- Opening Delimiter -
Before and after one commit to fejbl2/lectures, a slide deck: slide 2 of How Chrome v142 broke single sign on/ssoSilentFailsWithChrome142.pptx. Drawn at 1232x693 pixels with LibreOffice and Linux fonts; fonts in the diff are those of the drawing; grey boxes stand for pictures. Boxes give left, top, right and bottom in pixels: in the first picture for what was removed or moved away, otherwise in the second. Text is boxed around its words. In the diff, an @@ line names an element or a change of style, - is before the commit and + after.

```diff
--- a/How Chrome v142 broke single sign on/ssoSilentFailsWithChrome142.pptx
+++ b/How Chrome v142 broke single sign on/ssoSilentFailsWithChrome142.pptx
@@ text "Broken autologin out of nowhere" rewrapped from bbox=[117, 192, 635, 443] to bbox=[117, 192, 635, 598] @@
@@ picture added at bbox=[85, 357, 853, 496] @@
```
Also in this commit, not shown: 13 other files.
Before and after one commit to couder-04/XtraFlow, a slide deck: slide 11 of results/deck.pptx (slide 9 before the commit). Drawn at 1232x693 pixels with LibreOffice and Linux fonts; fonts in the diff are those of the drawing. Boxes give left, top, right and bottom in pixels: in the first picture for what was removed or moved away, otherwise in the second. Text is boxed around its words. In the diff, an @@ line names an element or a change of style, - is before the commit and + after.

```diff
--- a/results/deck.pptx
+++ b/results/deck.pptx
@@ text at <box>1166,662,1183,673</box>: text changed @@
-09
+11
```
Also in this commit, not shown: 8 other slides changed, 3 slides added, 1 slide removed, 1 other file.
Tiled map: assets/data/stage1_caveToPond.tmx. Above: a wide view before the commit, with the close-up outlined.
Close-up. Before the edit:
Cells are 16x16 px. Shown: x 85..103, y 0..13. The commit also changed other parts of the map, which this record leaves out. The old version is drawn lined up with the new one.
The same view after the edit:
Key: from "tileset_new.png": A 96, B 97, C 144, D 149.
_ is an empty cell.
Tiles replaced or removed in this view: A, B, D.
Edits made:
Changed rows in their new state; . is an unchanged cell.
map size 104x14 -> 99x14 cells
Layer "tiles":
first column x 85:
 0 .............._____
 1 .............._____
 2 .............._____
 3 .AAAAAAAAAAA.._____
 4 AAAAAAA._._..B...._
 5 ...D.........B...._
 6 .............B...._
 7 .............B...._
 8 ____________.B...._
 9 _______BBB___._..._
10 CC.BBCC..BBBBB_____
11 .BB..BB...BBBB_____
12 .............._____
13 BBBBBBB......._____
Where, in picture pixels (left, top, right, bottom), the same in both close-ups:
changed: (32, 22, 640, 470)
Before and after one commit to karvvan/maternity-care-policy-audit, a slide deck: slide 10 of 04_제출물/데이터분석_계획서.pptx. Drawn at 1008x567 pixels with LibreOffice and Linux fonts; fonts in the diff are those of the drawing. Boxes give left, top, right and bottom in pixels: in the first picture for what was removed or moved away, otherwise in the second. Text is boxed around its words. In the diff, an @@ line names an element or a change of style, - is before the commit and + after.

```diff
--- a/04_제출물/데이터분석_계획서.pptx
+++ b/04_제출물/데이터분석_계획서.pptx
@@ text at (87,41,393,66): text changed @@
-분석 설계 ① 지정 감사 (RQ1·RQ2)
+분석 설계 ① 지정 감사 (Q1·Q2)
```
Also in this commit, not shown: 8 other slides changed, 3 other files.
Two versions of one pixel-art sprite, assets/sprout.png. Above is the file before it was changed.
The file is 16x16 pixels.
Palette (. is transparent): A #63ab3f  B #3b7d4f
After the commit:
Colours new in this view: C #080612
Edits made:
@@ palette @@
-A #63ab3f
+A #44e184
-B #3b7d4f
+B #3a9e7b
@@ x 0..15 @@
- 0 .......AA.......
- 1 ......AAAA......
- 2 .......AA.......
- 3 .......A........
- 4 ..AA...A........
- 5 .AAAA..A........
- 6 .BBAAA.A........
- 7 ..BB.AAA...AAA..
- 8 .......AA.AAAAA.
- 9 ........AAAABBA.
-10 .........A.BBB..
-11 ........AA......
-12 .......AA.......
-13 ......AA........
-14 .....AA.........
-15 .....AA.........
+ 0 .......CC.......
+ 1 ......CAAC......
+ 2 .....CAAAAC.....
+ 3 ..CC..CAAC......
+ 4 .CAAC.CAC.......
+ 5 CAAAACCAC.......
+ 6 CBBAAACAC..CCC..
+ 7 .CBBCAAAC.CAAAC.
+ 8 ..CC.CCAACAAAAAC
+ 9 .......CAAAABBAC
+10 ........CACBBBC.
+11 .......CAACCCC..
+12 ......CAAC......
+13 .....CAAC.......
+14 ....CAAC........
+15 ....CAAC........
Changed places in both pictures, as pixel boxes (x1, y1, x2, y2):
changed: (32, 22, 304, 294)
- Closing Delimiter -
Would you output the material above once more, exactly as given?

> _TASK RESPONSE_
Before and after one commit to fejbl2/lectures, a slide deck: slide 2 of How Chrome v142 broke single sign on/ssoSilentFailsWithChrome142.pptx. Drawn at 1232x693 pixels with LibreOffice and Linux fonts; fonts in the diff are those of the drawing; grey boxes stand for pictures. Boxes give left, top, right and bottom in pixels: in the first picture for what was removed or moved away, otherwise in the second. Text is boxed around its words. In the diff, an @@ line names an element or a change of style, - is before the commit and + after.

```diff
--- a/How Chrome v142 broke single sign on/ssoSilentFailsWithChrome142.pptx
+++ b/How Chrome v142 broke single sign on/ssoSilentFailsWithChrome142.pptx
@@ text "Broken autologin out of nowhere" rewrapped from bbox=[117, 192, 635, 443] to bbox=[117, 192, 635, 598] @@
@@ picture added at bbox=[85, 357, 853, 496] @@
```
Also in this commit, not shown: 13 other files.
Before and after one commit to couder-04/XtraFlow, a slide deck: slide 11 of results/deck.pptx (slide 9 before the commit). Drawn at 1232x693 pixels with LibreOffice and Linux fonts; fonts in the diff are those of the drawing. Boxes give left, top, right and bottom in pixels: in the first picture for what was removed or moved away, otherwise in the second. Text is boxed around its words. In the diff, an @@ line names an element or a change of style, - is before the commit and + after.

```diff
--- a/results/deck.pptx
+++ b/results/deck.pptx
@@ text at <box>1166,662,1183,673</box>: text changed @@
-09
+11
```
Also in this commit, not shown: 8 other slides changed, 3 slides added, 1 slide removed, 1 other file.
Tiled map: assets/data/stage1_caveToPond.tmx. Above: a wide view before the commit, with the close-up outlined.
Close-up. Before the edit:
Cells are 16x16 px. Shown: x 85..103, y 0..13. The commit also changed other parts of the map, which this record leaves out. The old version is drawn lined up with the new one.
The same view after the edit:
Key: from "tileset_new.png": A 96, B 97, C 144, D 149.
_ is an empty cell.
Tiles replaced or removed in this view: A, B, D.
Edits made:
Changed rows in their new state; . is an unchanged cell.
map size 104x14 -> 99x14 cells
Layer "tiles":
first column x 85:
 0 .............._____
 1 .............._____
 2 .............._____
 3 .AAAAAAAAAAA.._____
 4 AAAAAAA._._..B...._
 5 ...D.........B...._
 6 .............B...._
 7 .............B...._
 8 ____________.B...._
 9 _______BBB___._..._
10 CC.BBCC..BBBBB_____
11 .BB..BB...BBBB_____
12 .............._____
13 BBBBBBB......._____
Where, in picture pixels (left, top, right, bottom), the same in both close-ups:
changed: (32, 22, 640, 470)
Before and after one commit to karvvan/maternity-care-policy-audit, a slide deck: slide 10 of 04_제출물/데이터분석_계획서.pptx. Drawn at 1008x567 pixels with LibreOffice and Linux fonts; fonts in the diff are those of the drawing. Boxes give left, top, right and bottom in pixels: in the first picture for what was removed or moved away, otherwise in the second. Text is boxed around its words. In the diff, an @@ line names an element or a change of style, - is before the commit and + after.

```diff
--- a/04_제출물/데이터분석_계획서.pptx
+++ b/04_제출물/데이터분석_계획서.pptx
@@ text at (87,41,393,66): text changed @@
-분석 설계 ① 지정 감사 (RQ1·RQ2)
+분석 설계 ① 지정 감사 (Q1·Q2)
```
Also in this commit, not shown: 8 other slides changed, 3 other files.
Two versions of one pixel-art sprite, assets/sprout.png. Above is the file before it was changed.
The file is 16x16 pixels.
Palette (. is transparent): A #63ab3f  B #3b7d4f
After the commit:
Colours new in this view: C #080612
Edits made:
@@ palette @@
-A #63ab3f
+A #44e184
-B #3b7d4f
+B #3a9e7b
@@ x 0..15 @@
- 0 .......AA.......
- 1 ......AAAA......
- 2 .......AA.......
- 3 .......A........
- 4 ..AA...A........
- 5 .AAAA..A........
- 6 .BBAAA.A........
- 7 ..BB.AAA...AAA..
- 8 .......AA.AAAAA.
- 9 ........AAAABBA.
-10 .........A.BBB..
-11 ........AA......
-12 .......AA.......
-13 ......AA........
-14 .....AA.........
-15 .....AA.........
+ 0 .......CC.......
+ 1 ......CAAC......
+ 2 .....CAAAAC.....
+ 3 ..CC..CAAC......
+ 4 .CAAC.CAC.......
+ 5 CAAAACCAC.......
+ 6 CBBAAACAC..CCC..
+ 7 .CBBCAAAC.CAAAC.
+ 8 ..CC.CCAACAAAAAC
+ 9 .......CAAAABBAC
+10 ........CACBBBC.
+11 .......CAACCCC..
+12 ......CAAC......
+13 .....CAAC.......
+14 ....CAAC........
+15 ....CAAC........
Changed places in both pictures, as pixel boxes (x1, y1, x2, y2):
changed: (32, 22, 304, 294)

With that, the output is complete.